» TASK INSTRUCTIONS
Nothing but the data, repeated exactly, belongs in the answer.

+-------+

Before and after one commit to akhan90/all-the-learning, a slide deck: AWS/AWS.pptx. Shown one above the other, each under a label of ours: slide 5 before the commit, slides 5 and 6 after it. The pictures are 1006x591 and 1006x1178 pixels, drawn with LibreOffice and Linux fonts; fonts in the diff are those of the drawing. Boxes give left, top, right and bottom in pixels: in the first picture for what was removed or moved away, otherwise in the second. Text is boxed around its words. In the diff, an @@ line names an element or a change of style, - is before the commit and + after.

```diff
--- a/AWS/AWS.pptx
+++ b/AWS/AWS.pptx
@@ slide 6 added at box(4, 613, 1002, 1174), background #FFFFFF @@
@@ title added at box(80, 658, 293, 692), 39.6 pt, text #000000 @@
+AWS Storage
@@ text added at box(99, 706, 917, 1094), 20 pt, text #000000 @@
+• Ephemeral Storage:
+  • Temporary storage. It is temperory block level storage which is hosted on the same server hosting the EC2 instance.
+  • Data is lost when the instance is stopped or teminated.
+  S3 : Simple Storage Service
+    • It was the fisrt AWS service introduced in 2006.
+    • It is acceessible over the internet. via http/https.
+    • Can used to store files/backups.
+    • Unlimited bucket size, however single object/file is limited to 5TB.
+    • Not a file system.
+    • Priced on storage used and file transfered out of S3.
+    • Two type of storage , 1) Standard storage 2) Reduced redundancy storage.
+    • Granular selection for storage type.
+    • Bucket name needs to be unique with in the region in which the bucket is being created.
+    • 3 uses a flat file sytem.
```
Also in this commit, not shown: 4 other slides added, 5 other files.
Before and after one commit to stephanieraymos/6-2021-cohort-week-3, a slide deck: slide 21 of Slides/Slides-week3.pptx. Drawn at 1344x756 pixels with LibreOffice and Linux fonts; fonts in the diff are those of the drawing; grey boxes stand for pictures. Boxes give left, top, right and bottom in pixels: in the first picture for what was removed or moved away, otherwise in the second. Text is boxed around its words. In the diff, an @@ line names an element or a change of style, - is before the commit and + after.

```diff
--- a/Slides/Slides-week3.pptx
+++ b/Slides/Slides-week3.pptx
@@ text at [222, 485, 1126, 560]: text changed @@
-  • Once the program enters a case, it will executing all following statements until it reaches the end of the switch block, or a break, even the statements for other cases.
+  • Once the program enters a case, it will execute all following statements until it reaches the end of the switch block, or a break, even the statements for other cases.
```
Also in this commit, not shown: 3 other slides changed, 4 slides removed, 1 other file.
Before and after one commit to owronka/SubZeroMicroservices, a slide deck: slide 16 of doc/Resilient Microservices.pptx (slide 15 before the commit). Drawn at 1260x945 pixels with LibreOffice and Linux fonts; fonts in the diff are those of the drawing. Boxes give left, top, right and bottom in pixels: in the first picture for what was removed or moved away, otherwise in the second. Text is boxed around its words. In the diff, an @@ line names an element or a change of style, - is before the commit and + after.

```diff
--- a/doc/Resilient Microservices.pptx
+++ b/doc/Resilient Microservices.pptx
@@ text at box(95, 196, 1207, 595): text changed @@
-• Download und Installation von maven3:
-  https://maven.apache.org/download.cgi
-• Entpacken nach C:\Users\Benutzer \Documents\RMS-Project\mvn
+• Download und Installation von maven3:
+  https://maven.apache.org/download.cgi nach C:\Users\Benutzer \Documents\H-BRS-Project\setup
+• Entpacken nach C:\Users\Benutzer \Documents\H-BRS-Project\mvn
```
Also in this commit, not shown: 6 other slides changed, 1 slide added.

+-------+

» FINISHED TASK
Before and after one commit to akhan90/all-the-learning, a slide deck: AWS/AWS.pptx. Shown one above the other, each under a label of ours: slide 5 before the commit, slides 5 and 6 after it. The pictures are 1006x591 and 1006x1178 pixels, drawn with LibreOffice and Linux fonts; fonts in the diff are those of the drawing. Boxes give left, top, right and bottom in pixels: in the first picture for what was removed or moved away, otherwise in the second. Text is boxed around its words. In the diff, an @@ line names an element or a change of style, - is before the commit and + after.

```diff
--- a/AWS/AWS.pptx
+++ b/AWS/AWS.pptx
@@ slide 6 added at box(4, 613, 1002, 1174), background #FFFFFF @@
@@ title added at box(80, 658, 293, 692), 39.6 pt, text #000000 @@
+AWS Storage
@@ text added at box(99, 706, 917, 1094), 20 pt, text #000000 @@
+• Ephemeral Storage:
+  • Temporary storage. It is temperory block level storage which is hosted on the same server hosting the EC2 instance.
+  • Data is lost when the instance is stopped or teminated.
+  S3 : Simple Storage Service
+    • It was the fisrt AWS service introduced in 2006.
+    • It is acceessible over the internet. via http/https.
+    • Can used to store files/backups.
+    • Unlimited bucket size, however single object/file is limited to 5TB.
+    • Not a file system.
+    • Priced on storage used and file transfered out of S3.
+    • Two type of storage , 1) Standard storage 2) Reduced redundancy storage.
+    • Granular selection for storage type.
+    • Bucket name needs to be unique with in the region in which the bucket is being created.
+    • 3 uses a flat file sytem.
```
Also in this commit, not shown: 4 other slides added, 5 other files.
Before and after one commit to stephanieraymos/6-2021-cohort-week-3, a slide deck: slide 21 of Slides/Slides-week3.pptx. Drawn at 1344x756 pixels with LibreOffice and Linux fonts; fonts in the diff are those of the drawing; grey boxes stand for pictures. Boxes give left, top, right and bottom in pixels: in the first picture for what was removed or moved away, otherwise in the second. Text is boxed around its words. In the diff, an @@ line names an element or a change of style, - is before the commit and + after.

```diff
--- a/Slides/Slides-week3.pptx
+++ b/Slides/Slides-week3.pptx
@@ text at [222, 485, 1126, 560]: text changed @@
-  • Once the program enters a case, it will executing all following statements until it reaches the end of the switch block, or a break, even the statements for other cases.
+  • Once the program enters a case, it will execute all following statements until it reaches the end of the switch block, or a break, even the statements for other cases.
```
Also in this commit, not shown: 3 other slides changed, 4 slides removed, 1 other file.
Before and after one commit to owronka/SubZeroMicroservices, a slide deck: slide 16 of doc/Resilient Microservices.pptx (slide 15 before the commit). Drawn at 1260x945 pixels with LibreOffice and Linux fonts; fonts in the diff are those of the drawing. Boxes give left, top, right and bottom in pixels: in the first picture for what was removed or moved away, otherwise in the second. Text is boxed around its words. In the diff, an @@ line names an element or a change of style, - is before the commit and + after.

```diff
--- a/doc/Resilient Microservices.pptx
+++ b/doc/Resilient Microservices.pptx
@@ text at box(95, 196, 1207, 595): text changed @@
-• Download und Installation von maven3:
-  https://maven.apache.org/download.cgi
-• Entpacken nach C:\Users\Benutzer \Documents\RMS-Project\mvn
+• Download und Installation von maven3:
+  https://maven.apache.org/download.cgi nach C:\Users\Benutzer \Documents\H-BRS-Project\setup
+• Entpacken nach C:\Users\Benutzer \Documents\H-BRS-Project\mvn
```
Also in this commit, not shown: 6 other slides changed, 1 slide added.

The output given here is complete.